In a world where users expect lightning-fast responses, this delay was unacceptable.

This is the story of how I diagnosed the problem, restructured the query using MongoDB's aggregation framework, and brought that response time down to just 50 milliseconds.


The Problem: Inefficient Data Fetching

The root cause was how we were handling chat session data.

  • Entire message arrays were being fetched from MongoDB.
  • All filtering and processing was happening client-side in Python.
  • We were running complex logic post-query, including locating the last user message in each chat session.

This meant we were pulling potentially hundreds of messages per session, only to discard most of them. Multiply that by several sessions per user, and the payloads—and processing time—became massive.

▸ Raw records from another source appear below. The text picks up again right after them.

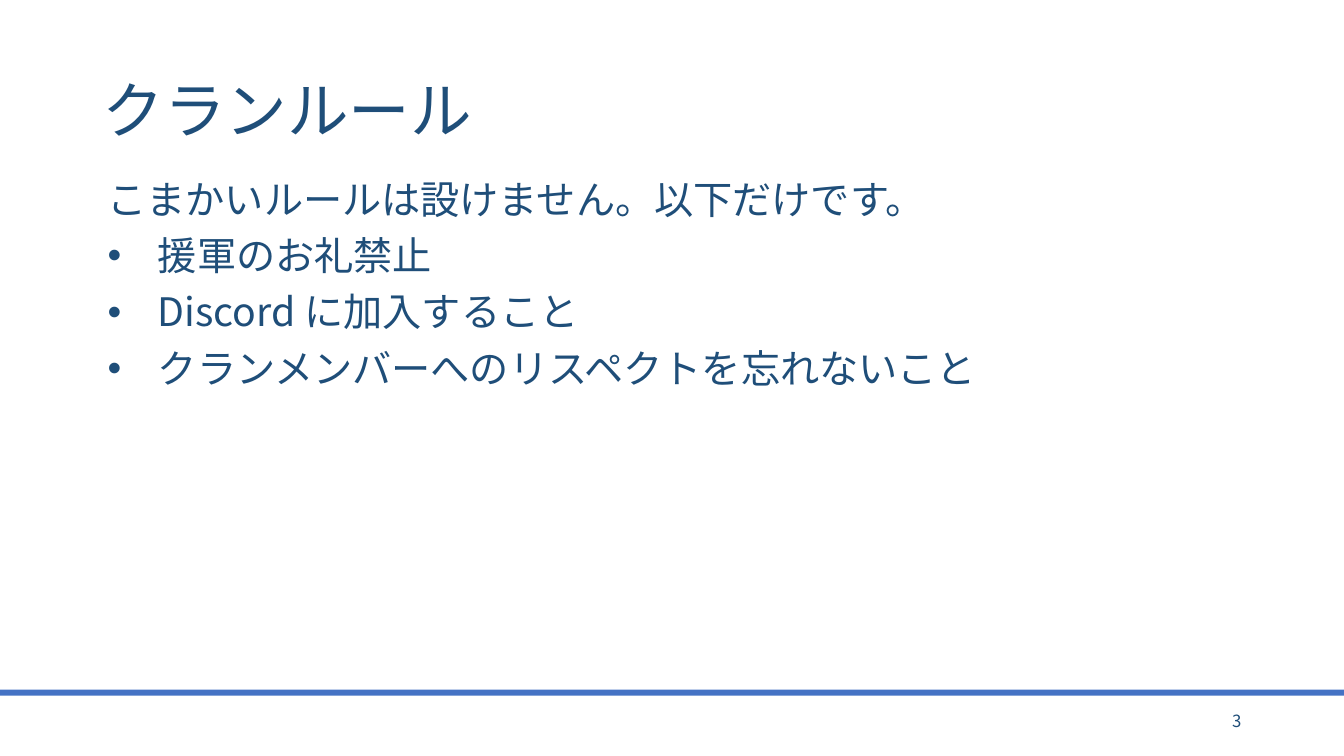
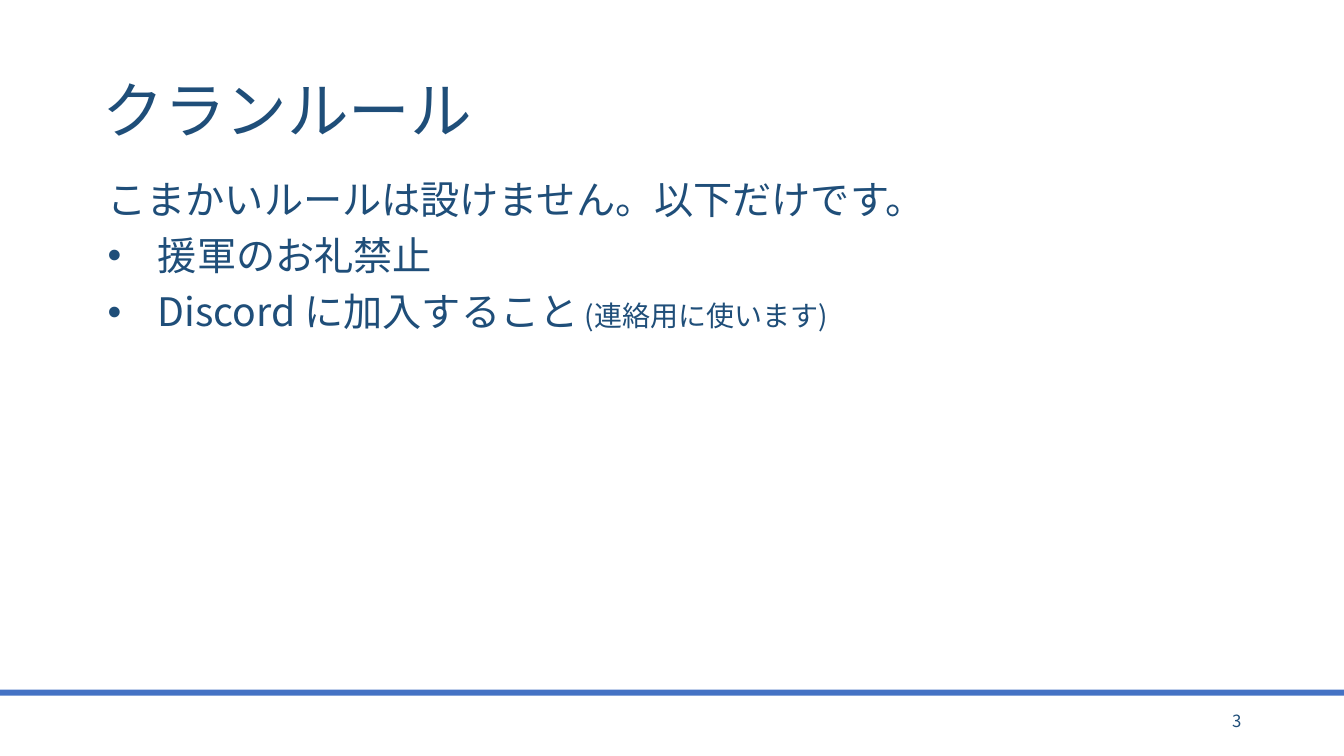
Before and after one commit to bigtreeCoC/documents, a slide deck: slide 3 of TOMARIGI.pptx. Drawn at 1344x756 pixels with LibreOffice and Linux fonts; fonts in the diff are those of the drawing. Boxes give left, top, right and bottom in pixels: in the first picture for what was removed or moved away, otherwise in the second. Text is boxed around its words. In the diff, an @@ line names an element or a change of style, - is before the commit and + after.

```diff
--- a/TOMARIGI.pptx
+++ b/TOMARIGI.pptx
@@ text at [158,293,828,332]: text changed @@
-• Discord に加入すること
-• クランメンバーへのリスペクトを忘れないこと
+• Discord に加入すること (連絡用に使います)
```
Also in this commit, not shown: 10 other slides changed, 9 slides added, 2 slides removed, 3 other files.

The Fix: Letting MongoDB Do the Heavy Lifting

To solve the problem, I restructured the logic using MongoDB’s aggregation pipeline. Here's what changed:

1. Match the Relevant User

We scoped the data early by matching on the user ID:

{ "$match": { "User_id": user_obj_id } }

2. Sort and Limit

We sorted sessions by most recent and limited the number to 7:

{ "$sort": { "_id": -1 } },
{ "$limit": 7 }

3. Project Only What’s Needed

Using $project, we reduced the payload:

  • Fetched only Session_id, Created_at, and the last user message.
  • Used $reduce and $filter to extract that message within MongoDB, not Python.
{
  "$project": {
    "Session_id": 1,
    "Created_at": 1,
    "LastUserMessage": {
      "$reduce": {
        "input": {
          "$filter": {
            "input": "$Messages",
            "as": "msg",
            "cond": { "$eq": ["$$msg.Role", "user"] }
          }
        },
        "initialValue": "(No title)",
        "in": "$$this.Message"
      }
    }
  }
}

Now we’re only returning the most recent user message, not the entire conversation history.


The Result: 620x Faster

After deploying the change, the response time plummeted:

  • Before: ~31 seconds
  • After: ~50 milliseconds

That’s a 620x improvement—all by offloading the computation to the database engine designed to do exactly this.


Lessons Learned

  • Don't fetch more than you need. Always project only the required fields.
  • Avoid client-side filtering when the database can do it faster and more efficiently.
  • Use MongoDB’s aggregation pipeline to minimize payloads and reduce post-processing logic.
  • Stress test with real-world data. What seems fast with a few records may break down at scale.

TL;DR

  • Problem: Chat history endpoint took 31s due to pulling entire message arrays and filtering in Python.
  • Solution: Rewrote the query using MongoDB's aggregation pipeline with $project, $filter, and $reduce.
  • Result: Reduced query time to 50ms, a 620x performance gain.
  • Takeaway: Let MongoDB do the heavy lifting. Push logic into the database wherever possible.